Computer system 100 can be of various types, including a personal computer, a portable computer, a workstation, a network computer, a mainframe, a kiosk, a server, electronic book reader, mobile device, or any other data processing system. Due to the ever-changing nature of computers and networks, the description of computer system 100 depicted in
Styles for a particular content-creating context may evolve over time for various reasons. Accordingly, the style guard add-in 204 may periodically query an update web service 208 in order to update locally stored style collection files so that the style collection files will reflect the latest style rules. In an embodiment, a style collection is a set of stylistic rules applicable in one or more contexts. Example stylistic rules include rules set forth by the Associated Press®, the International Organization for Standardization, various professional societies, and other organizations. As another example, stylistic rules may be set forth in various style manuals, such as the Bluebook®, The Chicago Manual of Style®, and others. A style collection file may include an encoding of one or more rules. For instance, a style collection file may be an extensible markup language (XML) file having elements, instances of which define conditions whose fulfillment indicates implication of a rule. Rules, in an embodiment, are encoded using regular expressions and/or JavaScript®.
As another example of use of the update web service 208, a user may, through user input, direct the style guard add-in 204 to request additional style collection files for other styles. A writer for instance may begin writing in a new context and therefore may utilize style guard add-in 204 to receive style collection files applicable to that context in accordance with an embodiment. A user may pay a fee in exchange for receipt of the new files and/or for updated files. When providing responses to requests for updates and/or new files, the update web service 208 in an embodiment accesses its own data stores 210 of style collection files. In an embodiment, the update web service 208 retrieves style collection files from the data store 210 according to any requests received and provides the retrieved files to the requestor.

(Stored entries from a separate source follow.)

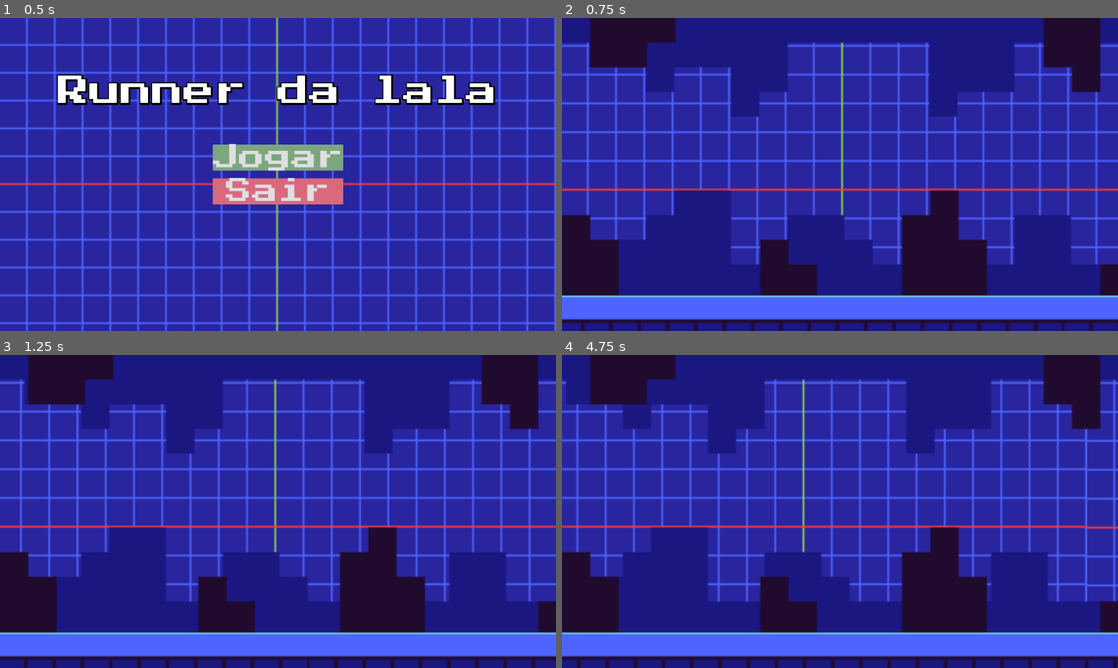
Above: before the commit, frames 1-4 (two rows, left to right).
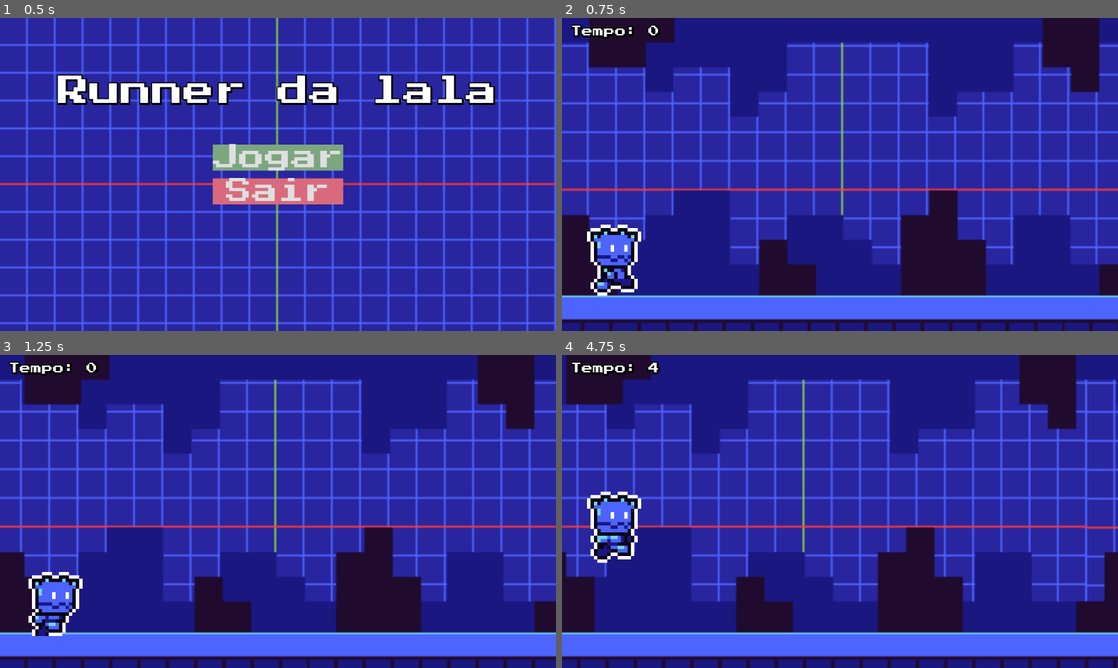
Above: after the commit, the same moments.

Repository: lalarmoss/novo-projeto-de-jogo
Game: Godot game, scene res://control.tscn
Same seed, same stepped clock (60 frames per second), same inputs: the game is played once before the commit and once after it.
Inputs:
- Up to frame 1 (0.5 s): no input
- Up to frame 2 (0.75 s): click "Jogar" at 0.5 s
- Up to frame 3 (1.25 s): no input
- Up to frame 4 (4.75 s): hold Space (ui_select) 1.28-2.03 s; tap Space (ui_select) at 2.1, 2.27, 2.57, 3.6, 3.77, 4.07 s; hold Space (ui_select) 2.78-3.53 s; hold Space (ui_select) from 4.28 s (still down)

Frame 1 is identical in both runs. In frame 2, 2.7% of the frame differs, in the area x 1-97%, y 0-89%; in frame 3, 4.4%; in frame 4, 17%, in the area x 0-100%, y 0-89%.
Error after the commit: Parse Error: Unexpected "if" in class body. (res://gerador.gd:8)

Commit message:
atualizações

Diff:
--- /dev/null
+++ b/gerador.gd
@@ -0,0 +1,10 @@
+extends Node2D
+@export var cena_obstaculo = preload ("res://prefabs/obstaculo.tscn")
+
+var timer = 0.0
+func _process(delta: float) -> void:
+	timer += delta
+
+if timer >= 2.0:
+	timer = 0.0
+	nó.instantiate(
--- /dev/null
+++ b/jogador.gd
@@ -0,0 +1,11 @@
+extends CharacterBody2D
+var velocidade_pulo = -600
+func _physics_process(delta: float) -> void:
+	velocity += get_gravity()*delta
+	if is_on_floor():
+		$imagem.play("default")
+		if Input.is_action_pressed("ui_select"):
+			velocity.y = velocidade_pulo
+	else:
+		$imagem.play("pular")
+	move_and_slide()
--- a/jogo.gd
+++ b/jogo.gd
@@ -1,6 +1,8 @@
 extends Node2D
 
 @export var velocidade: int
+var timer = 0.0
+var fim = false
 
 func _ready() -> void:
 	velocidade = 400
@@ -17,23 +19,35 @@
 	if $Fundo2.position.x < -1152:
 		$Fundo2.position.x = 1152
 
-
-	# constantemente desloca o sprite pra esquerda
 	$Chao.position.x -= velocidade * delta *2
 	$Chao2.position.x -= velocidade * delta*2
 
-	if $Chao.position.x < -1152: # se o fundo sair de cena pela esquerda
-		$Chao.position.x = 1152 # coloque ele após a cena na direita
+	if $Chao.position.x < -1152:
+		$Chao.position.x = 1152
 
 	if $Chao2.position.x < -1152:
 		$Chao2.position.x = 1152
 
-	$meioazul.position.x -= velocidade * delta * 0.03
-	$meioazul2.position.x -= velocidade * delta * 0.03
+	$meioazul.position.x -= velocidade * delta * 0.05
+	$meioazul2.position.x -= velocidade * delta * 0.05
 
 
-	if$meioazul .position.x < -1152: # se o fundo sair de cena pela esquerda
-		$meioazul.position.x = 1152 # coloque ele após a cena na direita
+	if$meioazul .position.x < -1152:
+		$meioazul.position.x = 1152
 
-	if $meioazul2.position.x < -1152: # se o fundo sair de cena pela esquerda
-		$meioazul2.position.x = 1152 # coloque ele após a cena na direita
+	if $meioazul2.position.x < -1152:
+		$meioazul2.position.x = 1152
+
+	if$meiopreto .position.x < -1152:
+		$meiopreto.position.x = 1152
+
+	if$meiopreto2 .position.x < -1152:
+		$meiopreto2.position.x = 1152
+
+	$meiopreto.position.x -= velocidade * delta * 0.03
+	$meiopreto2.position.x -= velocidade * delta * 0.03
+
+	$Tempo.label_settings = $Tempo.label_settings.duplicate()
+	if not fim:
+		timer += delta
+		$Tempo.text = "Tempo: " + str(int(timer))
--- a/jogo.tscn
+++ b/jogo.tscn
@@ -5,9 +5,91 @@
 [ext_resource type="Texture2D" uid="uid://c2r8bi4toj8c4" path="res://recursos/foreground.png" id="3_qn35j"]
 [ext_resource type="Texture2D" uid="uid://dnqbhcwos2t5o" path="res://recursos/middleground2.png" id="4_qn35j"]
 [ext_resource type="Texture2D" uid="uid://qdk8oqqq4358" path="res://recursos/middleground1.png" id="5_8c340"]
+[ext_resource type="Texture2D" uid="uid://btswwquctinn7" path="res://recursos/player.png" id="6_8c340"]
+[ext_resource type="Script" uid="uid://dxolwug1p72xq" path="res://jogador.gd" id="6_45nkh"]
+[ext_resource type="Script" uid="uid://cv3kkjv4bdvrd" path="res://gerador.gd" id="8_ysdx3"]
+[ext_resource type="FontFile" uid="uid://dlrpabx8n33vs" path="res://recursos/PressStart2P-Regular.ttf" id="9_t8pok"]
 
 [sub_resource type="RectangleShape2D" id="RectangleShape2D_8c340"]
 size = Vector2(1170, 107.5)
+
+[sub_resource type="AtlasTexture" id="AtlasTexture_45nkh"]
+atlas = ExtResource("6_8c340")
+region = Rect2(0, 0, 48, 48)
+
+[sub_resource type="AtlasTexture" id="AtlasTexture_ysdx3"]
+atlas = ExtResource("6_8c340")
+region = Rect2(48, 0, 48, 48)
+
+[sub_resource type="AtlasTexture" id="AtlasTexture_t8pok"]
+atlas = ExtResource("6_8c340")
+region = Rect2(96, 0, 48, 48)
+
+[sub_resource type="AtlasTexture" id="AtlasTexture_mtw28"]
+atlas = ExtResource("6_8c340")
+region = Rect2(144, 0, 48, 48)
+
+[sub_resource type="AtlasTexture" id="AtlasTexture_orj5g"]
+atlas = ExtResource("6_8c340")
+region = Rect2(192, 0, 48, 48)
+
+[sub_resource type="AtlasTexture" id="AtlasTexture_01kpq"]
+atlas = ExtResource("6_8c340")
+region = Rect2(240, 0, 48, 48)
+
+[sub_resource type="AtlasTexture" id="AtlasTexture_msvki"]
+atlas = ExtResource("6_8c340")
+region = Rect2(0, 48, 48, 48)
+
+[sub_resource type="AtlasTexture" id="AtlasTexture_qew1n"]
+atlas = ExtResource("6_8c340")
+region = Rect2(0, 96, 48, 48)
+
+[sub_resource type="SpriteFrames" id="SpriteFrames_msvki"]
+animations = [{
+"frames": [{
+"duration": 1.0,
+"texture": SubResource("AtlasTexture_45nkh")
+}, {
+"duration": 1.0,
+"texture": SubResource("AtlasTexture_ysdx3")
+}, {
+"duration": 1.0,
+"texture": SubResource("AtlasTexture_t8pok")
+}, {
+"duration": 1.0,
+"texture": SubResource("AtlasTexture_mtw28")
+}, {
+"duration": 1.0,
+"texture": SubResource("AtlasTexture_orj5g")
+}, {
+"duration": 1.0,
+"texture": SubResource("AtlasTexture_01kpq")
+}],
+"loop": true,
+"name": &"default",
+"speed": 5.0
+}, {
+"frames": [{
+"duration": 1.0,
+"texture": SubResource("AtlasTexture_msvki")
+}, {
+"duration": 1.0,
+"texture": SubResource("AtlasTexture_qew1n")
+}],
+"loop": true,
+"name": &"pular",
+"speed": 5.0
+}]
+
+[sub_resource type="RectangleShape2D" id="RectangleShape2D_qlqx7"]
+size = Vector2(111, 149)
+
+[sub_resource type="LabelSettings" id="LabelSettings_mtw28"]
+font = ExtResource("9_t8pok")
+font_size = 23
+shadow_size = 13
+shadow_color = Color(0, 0, 0, 1)
 
 [node name="jogo" type="Node2D" unique_id=1243322479]
 script = ExtResource("1_yq54j")
@@ -63,3 +145,32 @@
 scale = Vector2(3.653125, 3.1888888)
 texture = ExtResource("5_8c340")
 centered = false
+
+[node name="jogador" type="CharacterBody2D" parent="." unique_id=1269092705]
+position = Vector2(1, -9)
+script = ExtResource("6_45nkh")
+
+[node name="imagem" type="AnimatedSprite2D" parent="jogador" unique_id=1668168813]
+texture_filter = 1
+position = Vector2(107, 534)
+scale = Vector2(7, 7)
+sprite_frames = SubResource("SpriteFrames_msvki")
+animation = &"pular"
+frame_progress = 0.45647618
+
+[node name="corpo" type="CollisionShape2D" parent="jogador" unique_id=1124069723]
+position = Vector2(106.5, 508.5)
+shape = SubResource("RectangleShape2D_qlqx7")
+debug_color = Color(0.938375, 1.5305579e-05, 0.6261036, 0.41960785)
+
+[node name="Gerador" type="Node2D" parent="." unique_id=1739161478]
+position = Vector2(638, 570)
+script = ExtResource("8_ysdx3")
+
+[node name="Tempo" type="Label" parent="." unique_id=224057351]
+offset_left = 18.0
+offset_top = 16.0
+offset_right = 130.0
+offset_bottom = 39.0
+text = "Tempo: "
+label_settings = SubResource("LabelSettings_mtw28")
--- /dev/null
+++ b/obstaculo.gd
@@ -0,0 +1,2 @@
+extends Area2D
+var velocidade = 2
--- /dev/null
+++ b/prefabs/obstaculo.tscn
@@ -0,0 +1,19 @@
+[gd_scene format=3 uid="uid://crmhwskxdv87t"]
+
+[ext_resource type="Script" uid="uid://bq4k6p4bvbjln" path="res://obstaculo.gd" id="1_b15wn"]
+[ext_resource type="Texture2D" uid="uid://bcvipaf5wddu1" path="res://recursos/thorn.png" id="2_iu6bj"]
+
+[sub_resource type="RectangleShape2D" id="RectangleShape2D_2kwqw"]
+size = Vector2(62, 17)
+
+[node name="obstaculo" type="Area2D" unique_id=1290631840 groups=["obstaculos"]]
+script = ExtResource("1_b15wn")
+
+[node name="ImagemObstaculo" type="Sprite2D" parent="." unique_id=1265357071]
+texture_filter = 1
+position = Vector2(1.9999999, -24.999998)
+scale = Vector2(4.165, 4.165)
+texture = ExtResource("2_iu6bj")
+
+[node name="CorpoO" type="CollisionShape2D" parent="." unique_id=455062130]
+shape = SubResource("RectangleShape2D_2kwqw")
--- a/project.godot
+++ b/project.godot
@@ -20,6 +20,10 @@
 window/stretch/mode="viewport"
 window/stretch/aspect="expand"
 
+[global_group]
+
+obstaculos=""
+
 [physics]
 
 3d/physics_engine="Jolt Physics"
Not shown, added: gerador.gd.uid
Not shown, added: jogador.gd.uid
Not shown, added: obstaculo.gd.uid
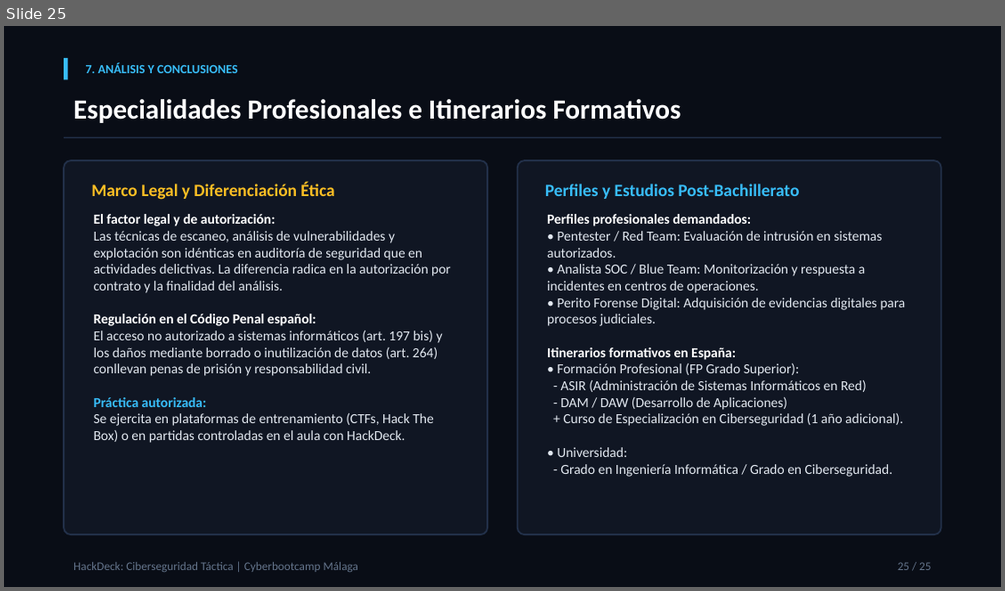
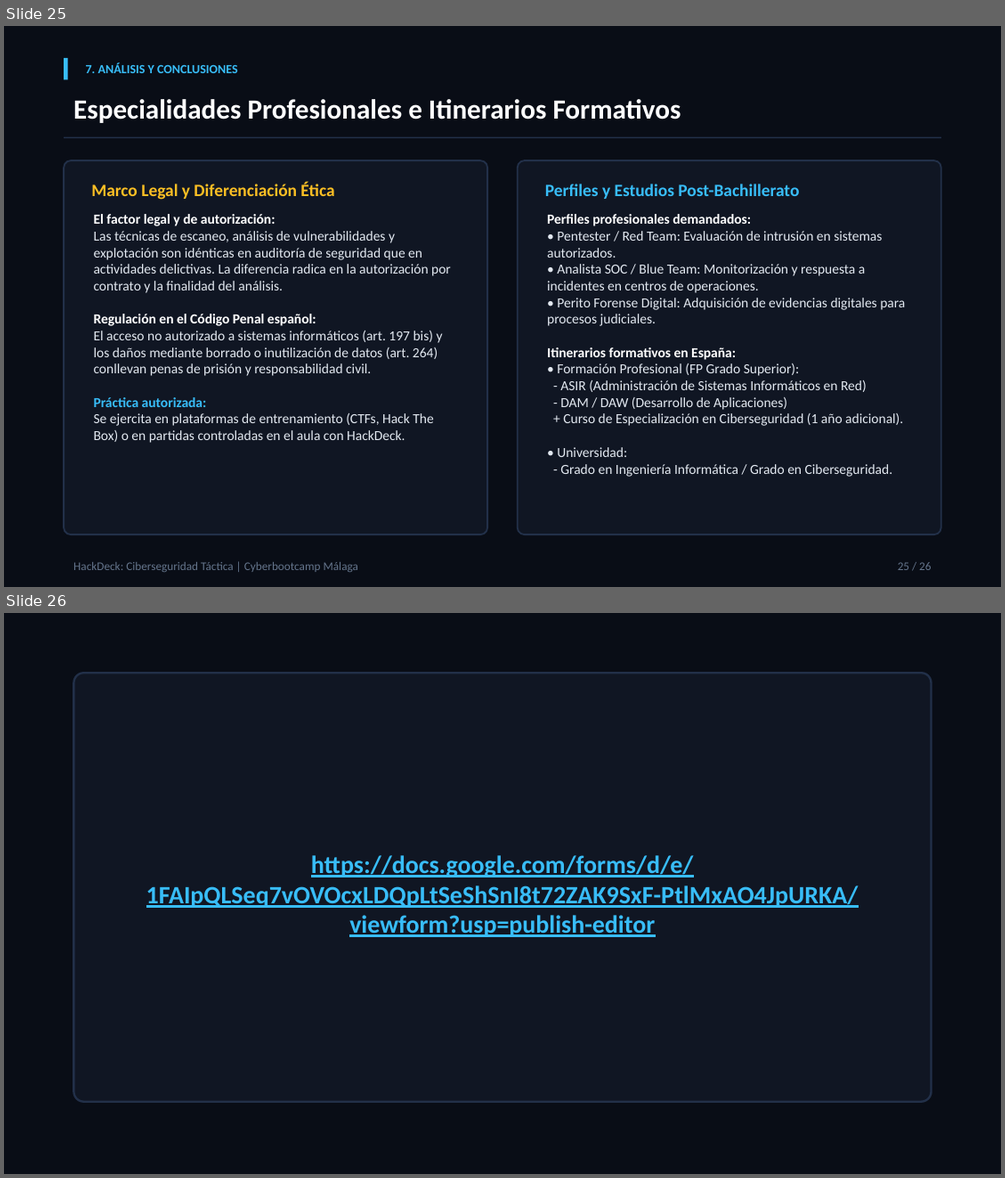
Before and after one commit to JJavierBS/HackDeck, a slide deck: frontend/public/HackDeck_Ciberseguridad_2Bachillerato.pptx. Shown one above the other, each under a label of ours: slide 25 before the commit, slides 25 and 26 after it. The pictures are 1005x591 and 1005x1178 pixels, drawn with LibreOffice and Linux fonts; fonts in the diff are those of the drawing. Boxes give left, top, right and bottom in pixels: in the first picture for what was removed or moved away, otherwise in the second. Text is boxed around its words. In the diff, an @@ line names an element or a change of style, - is before the commit and + after.

```diff
--- a/frontend/public/HackDeck_Ciberseguridad_2Bachillerato.pptx
+++ b/frontend/public/HackDeck_Ciberseguridad_2Bachillerato.pptx
@@ slide 26 added at (4,613,1001,1174), background #090D16 @@
@@ rounded rectangle added at (73,673,931,1102), fill #101623, outline #223049 1.5 pt @@
@@ text added at (146,855,858,937), 18 pt, text #38BDF8, bold, underline @@
+https://docs.google.com/forms/d/e/
+1FAIpQLSeq7vOVOcxLDQpLtSeShSnI8t72ZAK9SxF-PtlMxAO4JpURKA/
+viewform?usp=publish-editor
@@ slide 25 changed as well @@
@@ text at (898,562,930,570): text changed @@
-25 / 25
+25 / 26
```
Also in this commit, not shown: 23 other slides changed.
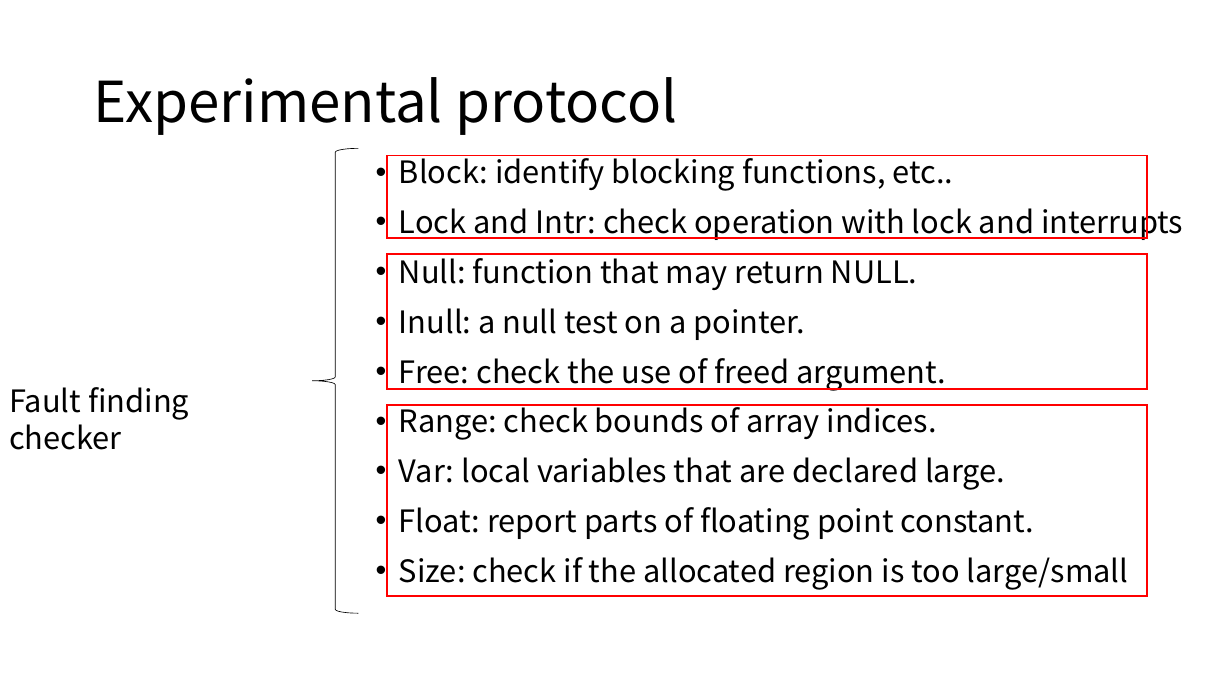
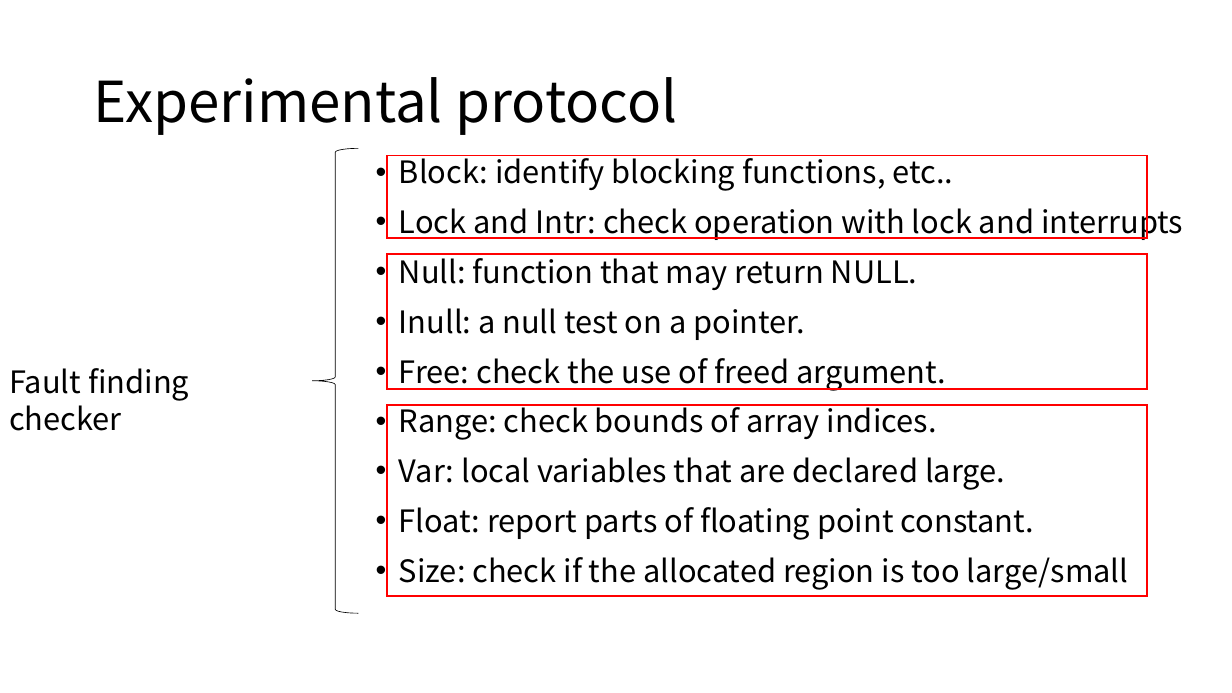
Before and after one commit to yuhao0102/aos_readlist, a slide deck: slide 5 of AOS_reading2.pptx. Drawn at 1232x693 pixels with LibreOffice and Linux fonts; fonts in the diff are those of the drawing. Boxes give left, top, right and bottom in pixels: in the first picture for what was removed or moved away, otherwise in the second. Text is boxed around its words. In the diff, an @@ line names an element or a change of style, - is before the commit and + after.

```diff
--- a/AOS_reading2.pptx
+++ b/AOS_reading2.pptx
@@ text "Fault finding checker": place and size @@
-text "Fault finding checker" at (9, 387, 189, 450)
+text "Fault finding checker" at (9, 368, 189, 431)
```
Also in this commit, not shown: 11 other slides changed, 1 slide removed, 6 other files.

In an embodiment, the users may utilize a mobile device 212 in order to check style. Mobile devices include, for example, smart phones, personal digital assistants, electronic book readers, cellular telephones, netbooks and generally any portable device with which content may be viewed, created and/or modified. A mobile device may utilize its own data store 214 which may have style collection files stored therein. Similar to the style guard add-in 204, a mobile device 212 may communicate with the update web service 208 in order to receive updated and/or new style collection files to ensure that style rules are current and applicable to any context in which a user of the mobile device 212 is working. It should be understood that the environment 200 is provided for the purpose of illustration and variations are possible. For example, embodiments of the present invention may be adapted for use in various environments, such as cloud environments where at least a portion of the logic used for implementing the embodiments is performed by machines other than those of the user.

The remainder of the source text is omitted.